┌──

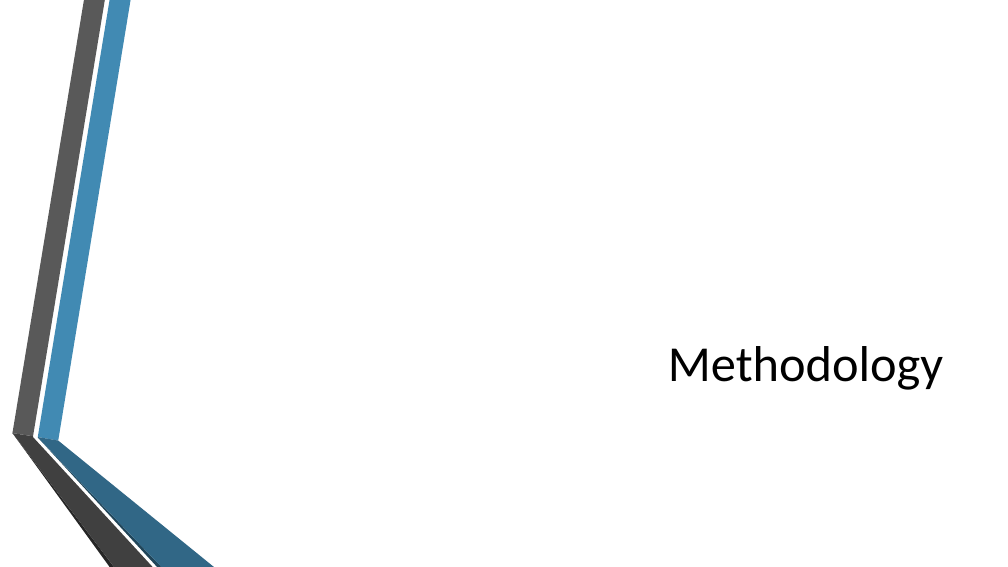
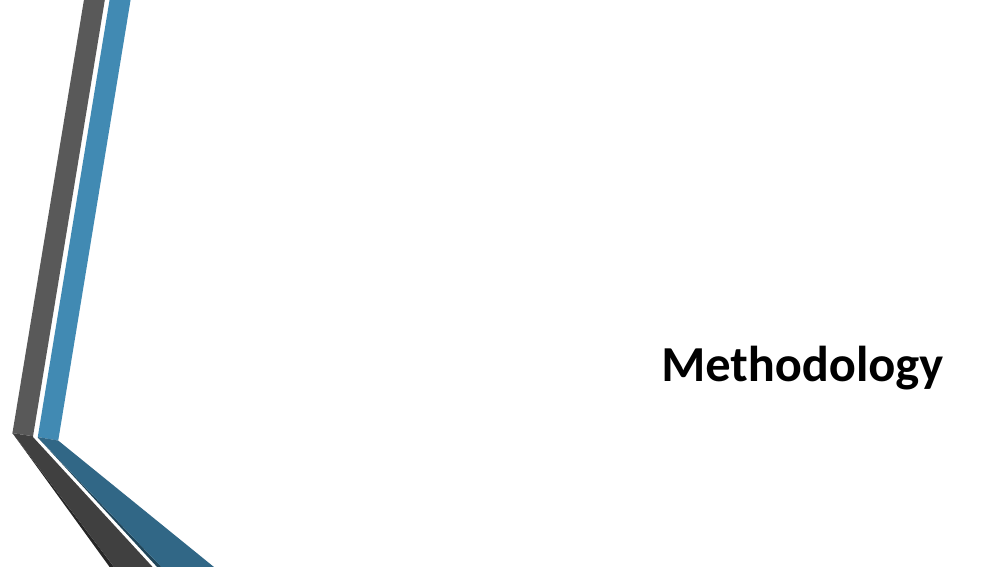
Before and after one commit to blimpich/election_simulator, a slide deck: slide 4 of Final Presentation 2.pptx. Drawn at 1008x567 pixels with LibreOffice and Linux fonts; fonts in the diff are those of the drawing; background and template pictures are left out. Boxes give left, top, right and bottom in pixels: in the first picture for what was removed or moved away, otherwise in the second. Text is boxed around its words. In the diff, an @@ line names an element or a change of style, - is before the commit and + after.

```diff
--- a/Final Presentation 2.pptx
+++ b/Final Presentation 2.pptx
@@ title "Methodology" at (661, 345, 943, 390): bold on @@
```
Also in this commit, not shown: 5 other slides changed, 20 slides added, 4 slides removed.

└──

*Activity*:
Wherever the string "Presentation" appears in the entries above, list that line.

*Written solution*:
Before and after one commit to blimpich/election_simulator, a slide deck: slide 4 of Final Presentation 2.pptx. Drawn at 1008x567 pixels with LibreOffice and Linux fonts; fonts in the diff are those of the drawing; background and template pictures are left out. Boxes give left, top, right and bottom in pixels: in the first picture for what was removed or moved away, otherwise in the second. Text is boxed around its words. In the diff, an @@ line names an element or a change of style, - is before the commit and + after.
--- a/Final Presentation 2.pptx
+++ b/Final Presentation 2.pptx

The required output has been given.